If you have the need to please, say yes, over-help, over-do, over-gift, over-compliment, make nice and all that crap we’ve been socialized to do, the jig is about to be up. Most of us have accepted being a pleaser as a good quality or “just the way you are.” And let’s face it, people absolutely love being pleased, so you get rewarded for it.
But, what I’ve noticed lately is that women talk about being a pleaser almost as a point of pride or as something that they have no power or control over. You may have even gotten so comfortable with your status as a pleaser that you announce with a ho-hum attitude or maybe even a flair, exclaiming that indeed, “I’m a pleaser!” I’ve also heard things like, “I can’t help it, I’m a pleaser!,” and “I’m such a pleaser!”
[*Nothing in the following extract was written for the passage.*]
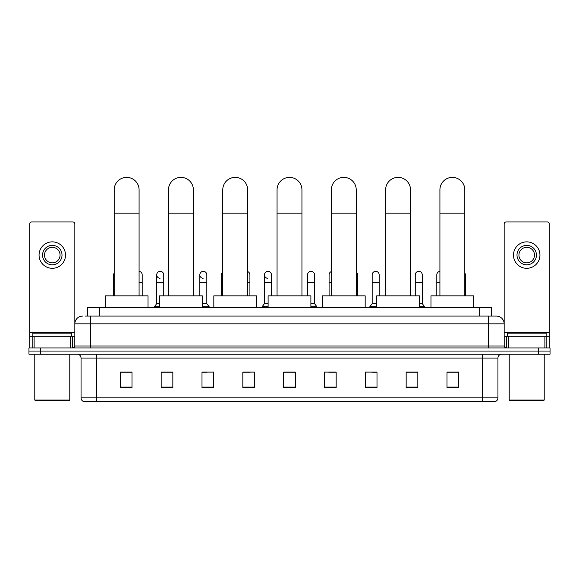 <?xml version="1.0" encoding="UTF-8"?>
<svg xmlns="http://www.w3.org/2000/svg" width="579" height="579" viewBox="0 0 579 579"><rect width="100%" height="100%" fill="white"/><g stroke="black" fill="none" stroke-linecap="round" stroke-linejoin="round"><path stroke-width="0.87" d="M87.675 316.062L87.675 307.507L491.325 307.507L491.325 316.062M85.518 316.062L493.663 316.062M85.337 316.062L90.396 316.062L90.396 323.835L74.836 323.835L74.836 346.003A1.947 1.947 0 0 1 72.896 347.95M82.616 316.062A7.78 7.78 0 0 0 74.836 323.835L74.836 223.899A1.947 1.947 0 0 0 72.896 221.952L31.671 221.952A1.947 1.947 0 0 0 29.724 223.899L29.724 336.283L34.103 336.283L34.103 347.95M496.384 316.062A7.78 7.78 0 0 1 504.164 323.835L488.604 323.835L488.604 316.062L496.268 316.062M544.897 347.95L544.897 336.283L549.276 336.283L549.276 347.95L549.276 223.899A1.947 1.947 0 0 0 547.329 221.952L506.104 221.952A1.947 1.947 0 0 0 504.164 223.899L504.164 346.003L506.104 347.95M40.617 347.95L28.95 347.95L28.95 351.062L40.617 351.062L28.95 351.062L28.95 354.174L40.617 354.174L40.617 351.062L538.383 351.062L40.617 351.062L40.617 347.95L538.383 347.95L538.383 351.062L550.05 351.062L538.383 351.062L538.383 354.174L40.617 354.174M550.05 347.95L550.05 351.062L550.05 347.95L538.383 347.95M497.94 397.882C497.831 399.742 496.898 400.986 495.139 401.616L482.387 401.616L482.387 397.882L497.94 397.882L497.94 358.061A3.887 3.887 0 0 1 501.827 354.174M482.387 401.616L83.861 401.616A3.887 3.887 0 0 1 81.06 397.882L81.06 358.061C80.828 355.701 79.533 354.399 77.173 354.174M458.662 387.655L458.662 372.094L446.995 372.094L446.995 387.655L458.662 387.655M417.828 387.655L417.828 372.094L406.161 372.094L406.161 387.655L417.828 387.655M377.001 387.655L377.001 372.094L365.335 372.094L365.335 387.655L377.001 387.655M336.167 387.655L336.167 372.094L324.501 372.094L324.501 387.655L336.167 387.655M132.005 387.655L132.005 372.094L120.338 372.094L120.338 387.655L132.005 387.655M172.839 387.655L172.839 372.094L161.172 372.094L161.172 387.655L172.839 387.655M213.665 387.655L213.665 372.094L201.999 372.094L201.999 387.655L213.665 387.655M254.499 387.655L254.499 372.094L242.833 372.094L242.833 387.655L254.499 387.655M295.333 387.655L295.333 372.094L283.667 372.094L283.667 387.655L295.333 387.655M550.05 354.174L550.05 351.062L550.05 354.174L538.383 354.174M371.79 372.174L377.001 372.174M414.875 372.174L412.074 372.174M242.833 372.174L250.302 372.174M201.999 372.174L207.21 372.174M166.926 372.174L164.125 372.174M328.698 372.174L336.167 372.174M295.333 372.174L283.667 372.174M172.839 372.174L161.172 372.174M132.005 372.174L120.338 372.174M417.828 372.174L406.161 372.174M458.662 372.174L446.995 372.174M70.464 347.95L70.464 336.283L34.103 336.283M70.464 336.283L74.836 336.283M29.724 347.95L29.724 336.283M52.284 245.358A9.72 9.72 0 0 0 42.564 255.086A9.72 9.72 0 0 0 52.284 264.806A9.72 9.72 0 0 0 62.004 255.086A9.72 9.72 0 0 0 52.284 245.358M52.284 247.305A7.78 7.78 0 0 0 44.503 255.086A7.78 7.78 0 0 0 52.284 262.859A7.78 7.78 0 0 0 60.064 255.086A7.78 7.78 0 0 0 52.284 247.305M52.284 268.309A13.223 13.223 0 0 0 65.507 255.086A13.223 13.223 0 0 0 52.284 241.863A13.223 13.223 0 0 0 39.061 255.086A13.223 13.223 0 0 0 52.284 268.309M69.002 400.834L35.558 400.834L34.783 400.06L69.784 400.06L69.002 400.834M34.783 354.174L34.783 400.06M69.784 354.174L69.784 400.06M71.724 336.283L71.724 333.171L32.837 333.171L32.837 336.283M114.193 295.84L114.193 189.832A12.441 12.441 0 0 1 126.635 177.384A12.441 12.441 0 0 1 139.083 189.832A12.441 12.441 0 0 0 126.635 177.384M139.083 295.84L139.083 189.832M148.029 307.507L148.029 295.84L105.248 295.84L105.248 307.507M168.482 295.84L168.482 189.832A12.441 12.441 0 0 1 180.923 177.384A12.441 12.441 0 0 1 193.372 189.832A12.441 12.441 0 0 0 180.923 177.384M193.372 295.84L193.372 189.832M202.31 307.507L202.31 295.84L159.536 295.84L159.536 307.507M222.77 295.84L222.77 189.832A12.441 12.441 0 0 1 235.212 177.384A12.441 12.441 0 0 1 247.66 189.832A12.441 12.441 0 0 0 235.212 177.384M247.66 295.84L247.66 189.832M256.598 307.507L256.598 295.84L213.825 295.84L213.825 307.507M277.059 295.84L277.059 189.832A12.441 12.441 0 0 1 289.5 177.384A12.441 12.441 0 0 1 301.941 189.832A12.441 12.441 0 0 0 289.5 177.384M301.941 295.84L301.941 189.832M310.887 307.507L310.887 295.84L268.113 295.84L268.113 307.507M331.34 295.84L331.34 189.832A12.441 12.441 0 0 1 343.788 177.384A12.441 12.441 0 0 1 356.23 189.832A12.441 12.441 0 0 0 343.788 177.384M356.23 295.84L356.23 189.832M365.175 307.507L365.175 295.84L322.402 295.84L322.402 307.507M385.628 295.84L385.628 189.832A12.441 12.441 0 0 1 398.077 177.384A12.441 12.441 0 0 1 410.518 189.832A12.441 12.441 0 0 0 398.077 177.384M410.518 295.84L410.518 189.832M419.464 307.507L419.464 295.84L376.69 295.84L376.69 307.507M439.917 295.84L439.917 189.832A12.441 12.441 0 0 1 452.365 177.384A12.441 12.441 0 0 1 464.807 189.832A12.441 12.441 0 0 0 452.365 177.384M464.807 295.84L464.807 189.832M473.752 307.507L473.752 295.84L430.971 295.84L430.971 307.507M114.193 276.711A3.503 3.503 0 0 1 114.193 272.962M113.65 295.84L113.65 274.837M142.195 295.84L142.195 282.617L139.083 282.617M139.083 271.363A3.503 3.503 0 0 1 142.195 274.837L142.195 282.617M160.014 278.333A3.503 3.503 0 0 1 156.735 274.837A3.503 3.503 0 0 1 160.455 271.348A3.503 3.503 0 0 1 163.734 274.837L163.734 282.617L156.735 282.617L156.735 274.837M159.536 303.613L156.735 303.613L156.735 282.617M163.734 295.84L163.734 282.617M156.735 303.613L154.405 306.725L154.405 307.507M159.536 306.725L154.405 306.725M203.106 278.333A3.503 3.503 0 0 1 199.827 274.837A3.503 3.503 0 0 1 203.54 271.348A3.503 3.503 0 0 1 206.826 274.837L206.826 282.617L199.827 282.617L199.827 274.837M206.826 282.617L206.826 303.613L202.31 303.613M199.827 295.84L199.827 282.617M206.826 303.613L209.157 306.725L202.31 306.725M209.157 306.725L209.157 307.507M222.77 277.638A3.503 3.503 0 0 1 222.77 272.036M221.366 295.84L221.366 274.837M249.911 295.84L249.911 282.617L247.66 282.617M247.66 271.565A3.503 3.503 0 0 1 249.911 274.837L249.911 282.617M267.737 278.333A3.503 3.503 0 0 1 264.458 274.837A3.503 3.503 0 0 1 268.178 271.348A3.503 3.503 0 0 1 271.457 274.837L271.457 282.617L264.458 282.617L264.458 274.837M268.113 303.613L264.458 303.613L264.458 282.617M271.457 295.84L271.457 282.617M264.458 303.613L262.121 306.725L262.121 307.507M268.113 306.725L262.121 306.725M307.543 274.837A3.503 3.503 0 0 1 311.263 271.348A3.503 3.503 0 0 1 314.542 274.837L314.542 282.617L307.543 282.617L307.543 274.837M314.542 282.617L314.542 303.613L310.887 303.613M307.543 295.84L307.543 282.617M314.542 303.613L316.879 306.725L310.887 306.725M316.879 306.725L316.879 307.507M329.089 295.84L329.089 274.837A3.503 3.503 0 0 1 331.34 271.565M357.634 295.84L357.634 282.617L356.23 282.617M356.23 272.036A3.503 3.503 0 0 1 357.634 274.837L357.634 282.617M372.174 274.837A3.503 3.503 0 0 1 375.894 271.348A3.503 3.503 0 0 1 379.173 274.837L379.173 282.617L372.174 282.617L372.174 274.837M376.69 303.613L372.174 303.613L372.174 282.617M379.173 295.84L379.173 282.617M372.174 303.613L369.843 306.725L369.843 307.507M376.69 306.725L369.843 306.725M415.266 274.837A3.503 3.503 0 0 1 418.986 271.348A3.503 3.503 0 0 1 422.265 274.837L422.265 282.617L415.266 282.617L415.266 274.837M422.265 282.617L422.265 303.613L419.464 303.613M415.266 295.84L415.266 282.617M422.265 303.613L424.595 306.725L419.464 306.725M424.595 306.725L424.595 307.507M436.805 295.84L436.805 274.837A3.503 3.503 0 0 1 439.917 271.363M465.35 295.84L465.35 282.617L464.807 282.617M464.807 272.962A3.503 3.503 0 0 1 465.35 274.837L465.35 282.617M544.897 336.283L508.536 336.283L508.536 347.95M504.164 336.283L508.536 336.283M504.164 347.95L504.164 346.003L488.604 346.003L488.604 323.835L90.396 323.835L90.396 346.003L488.604 346.003L488.604 347.95M526.716 245.358A9.72 9.72 0 0 0 516.996 255.086A9.72 9.72 0 0 0 526.716 264.806A9.72 9.72 0 0 0 536.436 255.086A9.72 9.72 0 0 0 526.716 245.358M526.716 247.305A7.78 7.78 0 0 0 518.936 255.086A7.78 7.78 0 0 0 526.716 262.859A7.78 7.78 0 0 0 534.497 255.086A7.78 7.78 0 0 0 526.716 247.305M526.716 268.309A13.223 13.223 0 0 0 539.939 255.086A13.223 13.223 0 0 0 526.716 241.863A13.223 13.223 0 0 0 513.493 255.086A13.223 13.223 0 0 0 526.716 268.309M543.442 400.834L509.998 400.834L509.216 400.06L544.217 400.06L543.442 400.834M509.216 354.174L509.216 400.06M544.217 354.174L544.217 400.06M546.163 336.283L546.163 333.171L507.276 333.171L507.276 336.283M99.342 316.062L99.342 307.507M479.658 316.062L479.658 307.507M90.396 347.95L90.396 346.003L74.836 346.003M482.387 354.174L482.387 358.061L81.06 358.061M497.94 358.061L482.387 358.061L482.387 397.882L96.613 397.882L96.613 401.616M81.06 397.882L96.613 397.882L96.613 354.174M295.333 387.112L283.667 387.112M254.499 387.112L242.833 387.112M213.665 387.112L201.999 387.112M172.839 387.112L161.172 387.112M132.005 387.112L120.338 387.112M336.167 387.112L324.501 387.112M377.001 387.112L365.335 387.112M417.828 387.112L406.161 387.112M458.662 387.112L446.995 387.112M74.836 332.397L29.724 332.397M74.807 346.343L74.807 336.283M72.375 336.283L72.375 347.95M29.761 336.283L29.761 347.95M32.185 347.95L32.185 336.283M114.193 213.166L139.083 213.166M168.482 213.166L193.372 213.166M222.77 213.166L247.66 213.166M277.059 213.166L301.941 213.166M331.34 213.166L356.23 213.166M385.628 213.166L410.518 213.166M439.917 213.166L464.807 213.166M114.193 282.617L113.65 282.617M222.77 282.617L221.366 282.617M331.34 282.617L329.089 282.617M439.917 282.617L436.805 282.617M549.276 332.397L504.164 332.397M549.239 347.95L549.239 336.283M546.815 336.283L546.815 347.95M504.193 336.283L504.193 346.343M506.625 347.95L506.625 336.283"/></g></svg>
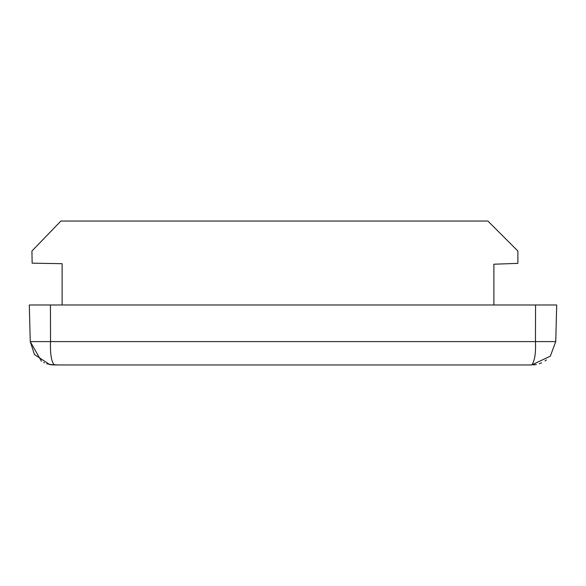 <?xml version="1.0" encoding="UTF-8"?>
<svg xmlns="http://www.w3.org/2000/svg" width="586" height="586" viewBox="0 0 586 586"><rect width="100%" height="100%" fill="white"/><g stroke="black" fill="none" stroke-linecap="round" stroke-linejoin="round"><path stroke-width="0.88" d="M527.547 364.961L531.766 364.961L550.327 356.163L555.74 341.601L556.7 304.991L29.3 304.991L30.26 341.601L34.435 354.515L49.598 364.507L58.344 364.961M106.835 364.961L130.29 364.961M455.71 364.961L480.813 364.961M535.56 304.991L535.457 341.601C535.919 353.329 534.688 361.115 531.766 364.961L54.234 364.961C51.312 361.372 50.081 353.585 50.543 341.601L30.26 341.601L41.43 361.254M546.452 359.936L545.017 360.969M541.603 362.851L539.267 363.76M536.388 364.514L533.385 364.902M535.501 364.668L534.937 364.748M43.694 362.514L44.382 362.844M46.733 363.76L53.568 364.953M62.123 304.991L62.123 263.693L32.142 263.165L31.93 251.02L60.885 221.039L487.896 221.039L517.878 251.02L517.878 263.378L493.888 264.213L493.888 304.991M555.74 341.601L50.543 341.601L50.44 304.991M535.78 364.624L536.153 364.558M49.598 364.507L52.615 364.902M49.7 364.529L50.162 364.609M51.253 364.778L51.678 364.822"/></g></svg>

This. Must. Stop. Because when you openly announce to the world that you are a pleaser, you are sending messages about yourself that I don’t think you mean to send. Here’s what’s you’re actually saying when you’re saying “I’m a pleaser!”:
1. “I’m a pleaser” IS CODE FOR “I’m insecure.”
Also it’s code for, “I’m not motivated or guided from within,” or “to feel secure, I need to make sure everyone else is happy,” or “I need to make sure your needs are met instead of mine,” or “if I keep you happy, maybe you won’t leave me.” In other words, if you’re a pleaser, then you are looking outside of yourself for validation and approval.
2. “I’m a pleaser” IS CODE FOR “I don’t have authentic relationships.”
Because…..healthy relationships involve giving AND receiving – not pleasing behaviors. If you have to please the people have relationships with, then you have unbalanced give and take relationships where you mostly give and they mostly take. It’s also code for, “I can hide behind my pleasing so you can’t really get to know me because you might not like me if you really knew me.”
3. “I’m a pleaser” IS CODE FOR “I’m needy.”
Because….”if I am choosing pleasing as an identity, then I have chosen an identity that by definition REQUIRES another person in my little drama of people pleasing.”
Gulp……Are you still with me? Did you have to sit down? Is the room spinning? Holy Shit, that’s a lot of truth. But you can handle it. That’s why you’re still reading. You’re still here and you’re okay. Look, if you a woman, you were socialized to please. We’ve all got this. But if we start to really understand what we’re actually saying when we say “I’m a pleaser” is precisely how we begin to change it.
None of us would ever dream of walking into a room and announce, “Oh, my, I’m so insecure, I don’t have fully authentic relationships and on top of all that, I’m such a needy girl!!” So, let’s stop. Let’s stop announcing to everyone that we are helpless “pleasers.” Through our actions we can show ourselves to be thoughtful, kind, considerate and empowered women instead.